Harvest insurance based on index could usher in new era

South Africa’s Prudential Authority has for the first time approved index-based crop insurance for farmers.

26 March 2024

South Africa’s Prudential Authority has for the first time approved index-based crop insurance for farmers.

Index-based insurance, also known as parametric insurance, involves a policyholder receiving a payout if the relevant index, which could be based on factors like soil moisture or rainfall, moves above or below a predetermined threshold. This is according to Daniel Stevens, executive head of crop insurance at Santam, the insurer granted approval to offer these policies.
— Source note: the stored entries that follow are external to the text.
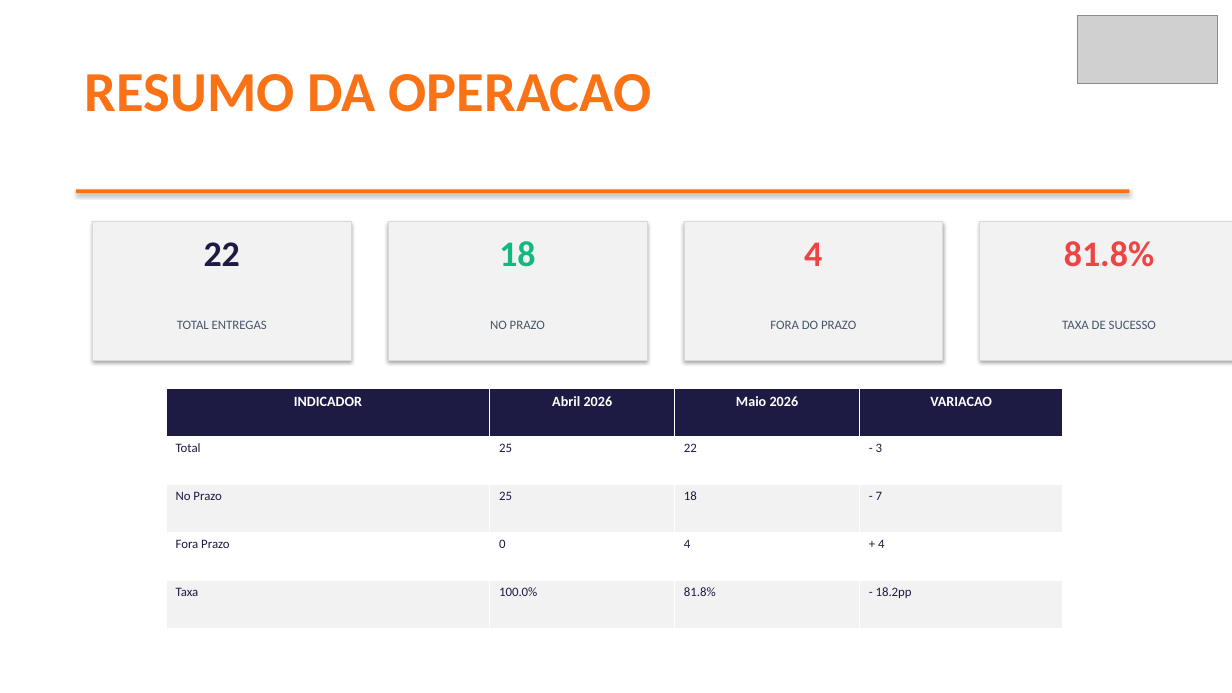
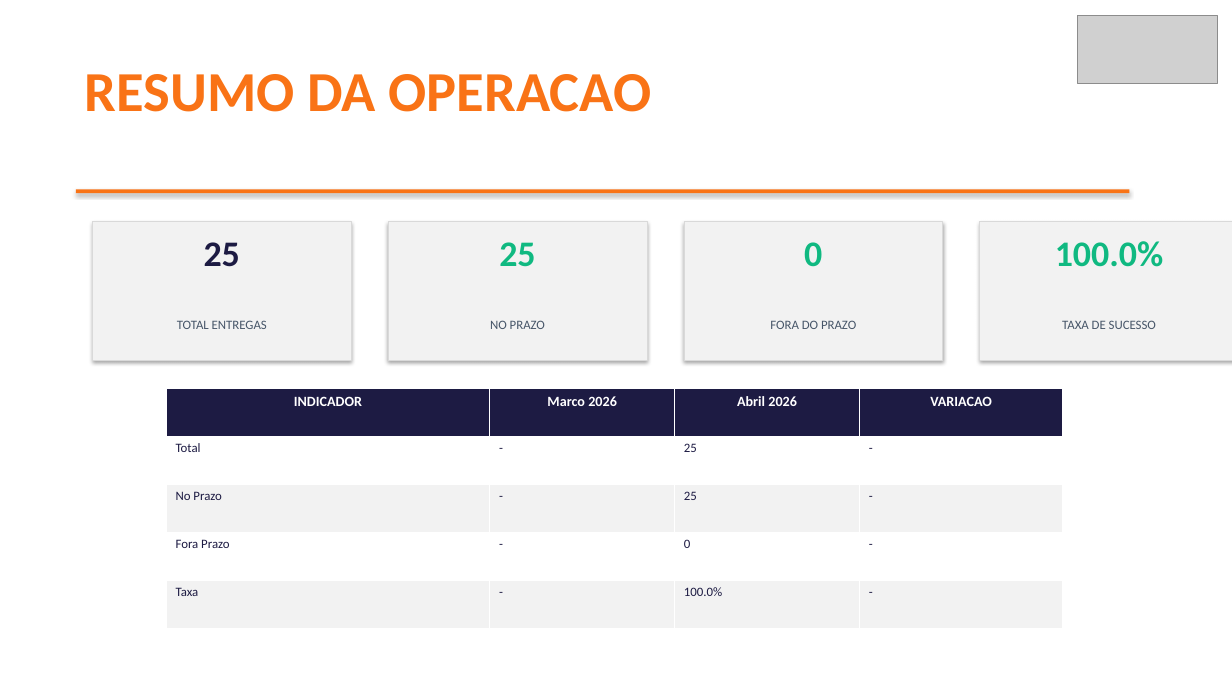
Before and after one commit to brendaelicia-sketch/PortoEX, a slide deck: slide 2 of ITAPOA_TERMINAIS_PORTUARIOS_S-.pptx. Drawn at 1232x693 pixels with LibreOffice and Linux fonts; fonts in the diff are those of the drawing; grey boxes stand for pictures. Boxes give left, top, right and bottom in pixels: in the first picture for what was removed or moved away, otherwise in the second. Text is boxed around its words. In the diff, an @@ line names an element or a change of style, - is before the commit and + after.

```diff
--- a/ITAPOA_TERMINAIS_PORTUARIOS_S-.pptx
+++ b/ITAPOA_TERMINAIS_PORTUARIOS_S-.pptx
@@ text at (x1=204, y1=242, x2=240, y2=267): text changed @@
-22
+25
@@ text at (x1=499, y1=242, x2=535, y2=267): text changed @@
-18
+25
@@ text at (x1=804, y1=242, x2=822, y2=267): text changed; text colour #EF4444 to #10B981 @@
-4
+0
@@ text at (x1=1055, y1=241, x2=1164, y2=267): text changed; text colour #EF4444 to #10B981 @@
-81.8%
+100.0%
@@ table at (x1=166, y1=388, x2=1063, y2=628) @@
-row 1, column 2: Abril 2026
+row 1, column 2: Marco 2026
-row 1, column 3: Maio 2026
+row 1, column 3: Abril 2026
-row 2: Total | 25 | 22 | - 3
+row 2: Total | - | 25 | -
-row 3: No Prazo | 25 | 18 | - 7
+row 3: No Prazo | - | 25 | -
-row 4: Fora Prazo | 0 | 4 | + 4
+row 4: Fora Prazo | - | 0 | -
-row 5: Taxa | 100.0% | 81.8% | - 18.2pp
+row 5: Taxa | - | 100.0% | -
```
Also in this commit, not shown: 4 other slides changed, 1 slide removed, 21 other files.
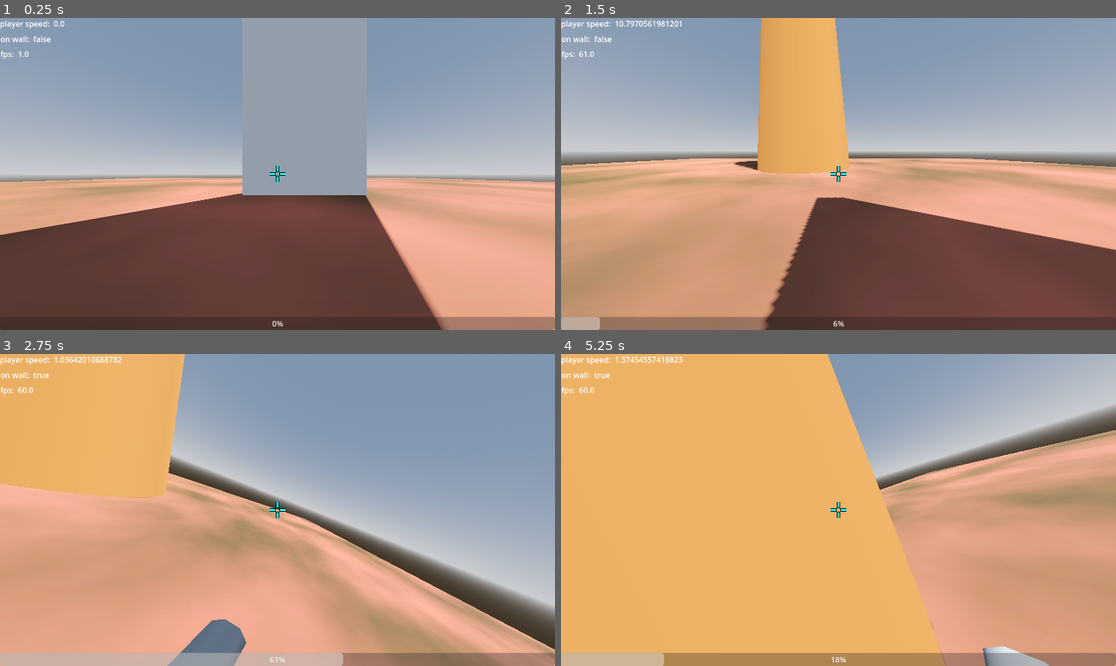
Above: before the commit, frames 1-4 (two rows, left to right).
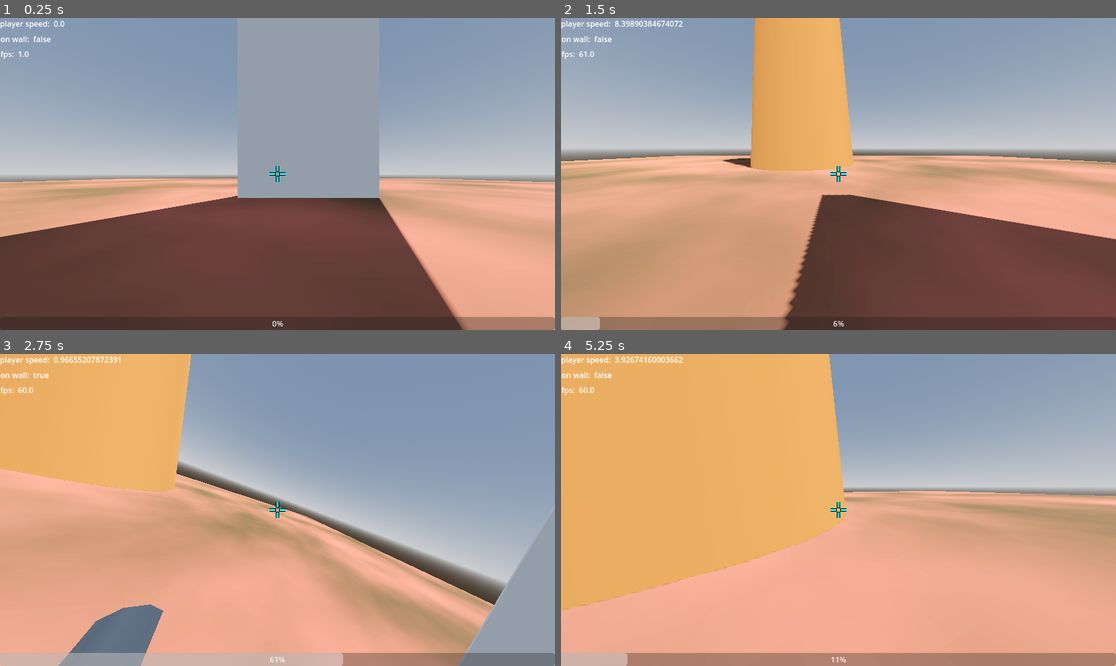
Above: after the commit, the same moments.

Repository: frederikhoheisel/pogotohell
Game: Godot game, scene res://level/test.tscn
Same seed, same stepped clock (60 frames per second), same inputs: the game is played once before the commit and once after it.
Inputs (mouse positions are in pixels of both pictures, inside the frame that each line leads up to):
- Up to frame 1 (0.25 s): no input
- Up to frame 2 (1.5 s): tap Enter at 0.5 s; move the mouse to (960, 158) at 0.52 s; hold D (right) 0.53-1.28 s; hold Space (jump) 0.53-1.28 s; click (960, 158) at 0.67 s; move the mouse to (810, 174) at 1.27 s; hold W (forward) from 1.28 s (still down); tap Space (jump) at 1.35 s
- Up to frame 3 (2.75 s): keep holding W (forward); tap Space (jump) at 1.52, 1.82 s; move the mouse to (288, 503) at 2.02 s; hold Space (jump) from 2.03 s (still down)
- Up to frame 4 (5.25 s): keep holding W (forward); move the mouse to (832, 516) at 2.77 s; release Space (jump) at 2.78 s; tap Space (jump) at 2.85, 3.02, 3.32, 4.35, 4.52, 4.82 s; move the mouse to (877, 513) at 3.52 s; hold Space (jump) 3.53-4.28 s; move the mouse to (794, 506) at 4.27 s; move the mouse to (844, 510) at 5.02 s; hold Space (jump) from 5.03 s (still down)

The runs differ from the first frame. In frame 1, 2.6% of the frame differs, in the area x 0-89%, y 42-100%; in frame 2, 8.2%; in frame 3, 18%; in frame 4, 42%, in the area x 0-100%, y 0-100%.

Commit message:
bisschen besseres handling? maybe idk

Diff:
--- a/pogo-to-hell/entities/player/player.gd
+++ b/pogo-to-hell/entities/player/player.gd
@@ -2,7 +2,7 @@
 extends CharacterBody3D
 
 
-const JUMP_VELOCITY = 9.5
+const JUMP_VELOCITY = 7.5
 
 
 var look_sensitivity: float = 0.005
@@ -12,8 +12,8 @@
 var ground_decel: float = 10.0
 var ground_friction: float = 3.0
 
-var air_accel: float = 800.0
-var air_move_speed: float = 500.0
+var air_accel: float = 14.0
+var air_move_speed: float = 3.0
 var air_speed_cap: float = 1.5
 
 var wall_normal: Vector3 = Vector3.ZERO
@@ -182,10 +182,14 @@
 	# turn pogo red and scale a bit
 	$LowPivot/pogo/MeshInstance3D.mesh.material.albedo_color = Color(1.0, 1.0 - jump_strength, 1.0 - jump_strength)
 	pogo.scale.y = 1.0 - jump_strength * 0.5
+	# shake poko
+	pogo.position = Vector3(0.0, 1.0, 0.0) + Vector3(randf() - 0.5, randf() - 0.5, randf() - 0.5) * pow(jump_strength * delta * 4.0, 2.0)
 
 	# NEIN
 	#var fov: float = 12.0 * self.velocity.length()
 	#%Camera3D.fov = clampf(fov, 70.0, 120.0)
+	var fov: float = 100.0 + 15.0 * (jump_strength - 0.5)
+	%Camera3D.fov = fov
 
 	# Get the input direction and handle the movement/deceleration.
 	var input_dir: Vector2 = Input.get_vector("left", "right", "forward", "backward").normalized()
--- a/pogo-to-hell/project.godot
+++ b/pogo-to-hell/project.godot
@@ -46,7 +46,7 @@
 [physics]
 
 3d/physics_engine="Jolt Physics"
-3d/default_gravity=6.0
+3d/default_gravity=5.0
 
 [rendering]
 
--- a/pogo-to-hell/ui/settings_menu.tscn
+++ b/pogo-to-hell/ui/settings_menu.tscn
@@ -166,7 +166,6 @@
 [node name="CheckBox" type="CheckBox" parent="MarginContainer/PanelContainer/VBoxContainer/Crosshair/InverseColor"]
 unique_name_in_owner = true
 layout_mode = 2
-size_flags_horizontal = 3
 size_flags_stretch_ratio = 0.6
 mouse_filter = 1
 mouse_default_cursor_shape = 3

“This type of insurance is ideal for small farmers and is particularly beneficial for farmers in remote areas where access is limited,” he says.

“Both commercial and emerging farmers can benefit from it. Because it is not based on individual compensation but calculates loss based on deviation from an index, it is often more suitable where large numbers of small farmers farm in the same area.”

The success of such coverage depends on there being enough farmers in a specific coverage area who take out the insurance and continue to do so.

How it works

Stevens says the index used for index-based insurance is designed to reflect losses resulting from a specific weather-related event, such as excessive or insufficient rainfall.

“The benefits of such insurance are that the cost and administration associated with it are lower because the insurer does not send an assessor for insurance claims, and the insured loss can be calculated and paid out much faster. A claim arises when the index moves above or below the threshold.”

While cost savings can be achieved in this way, it is important to bear in mind that the risks of droughts and floods in Southern Africa are significant.

One of the disadvantages of this type of insurance is that satellite measurements provide readings over large areas (10 km x 10 km), leading to a so-called basis risk.

“This refers to the risk of a payout not being equivalent to the actual losses of any specific point within the established reference area,” says Stevens.

“Although it is difficult to avoid, there has been significant improvement in the resolution of satellite measurements, and several insurance specialists internationally are working to reduce the basis risk of index insurance.”

Index-based coverage can be offered on any crop affected by insurable risks but Santam cannot say when it will start offering these policies. Having received approval, it now has to refine its product offering and marketing strategy.

Subsidy would be welcome

Stevens says in most other countries where index-based insurance is used, the government provides a premium subsidy to make it more affordable, especially for small farmers.

“In South Africa, agriculture would certainly favour subsidised insurance. It can be used for coverage against droughts and excess rainfall or floods because these are the types of risks for which farmers cannot easily obtain coverage.

“The subsidised model is currently being used internationally for coverage against droughts and floods. If it becomes a reality in South Africa, it should be available to all farmers, large and small.”

State involved in pilot project

The South African Insurance Association, the Financial Sector Conduct Authority, the Department of Agriculture, Land Reform and Rural Development and the Prudential Authority earlier asked Santam to undertake an index insurance pilot project to test the principle and applicability.

According to Stevens, 12 farmers in the eastern Free State were insured in the 2021-22 season. “We used information from the European Space Agency to track soil moisture levels. Because soil moisture was not below the index threshold in 2022, there were no insurance claims that season.”

During this time, Santam met monthly with the government, and other feedback sessions were held with the relevant group manager and the insured farmers.

How farmers currently hedge risks

Stevens says commercial farmers in South Africa mostly use individual compensation products, such as a hail policy, to insure their crops. A hail policy usually also includes coverage against fire, frost and damage while the harvested product is being transported.

“We estimate that only about 30% of commercial farmers in South Africa take out crop insurance. Most of it is taken out by grain farmers, namely for maize, soybeans, sunflower and wheat. An estimated 80% of South Africa’s wheat in the summer rainfall areas is insured.

“A farmer decides on the value at which he wants to insure his crop per hectare. When there is damage, an assessor determines the extent and value. Based on this, the insurer pays the claim as a percentage of the amount insured.”

When there are visible signs of damage to a crop caused by an insured risk, farmers cannot take out crop insurance, says Stevens.

Continuous insurance

Gerhard Diedericks, formerly of Santam Agriculture and who started the consultancy firm Financial Risk Evaluation after his retirement, says it is important for farmers to take out crop insurance continuously and not just in certain years.

When farmers choose not to insure their crops in certain seasons, it affects insurers’ and reinsurers’ decisions about the availability of crop insurance.

Therefore, when there is an El Niño weather phenomenon, it can be more difficult for farmers who have not continuously taken out insurance in recent years to get cover.

According to Diedericks, it is difficult to generalise about who takes out crop insurance, but it is often producers with farms of average size who do not have such a strong balance sheet, and who take it out as collateral for financing their input costs.

“I see a tendency for producers with a larger balance sheet to be more inclined to bear certain risks themselves and to insure their high-risk crops based on statistics. Many producers also hedge themselves by planting other crops in geographic areas with different types of risks,” says Diedericks.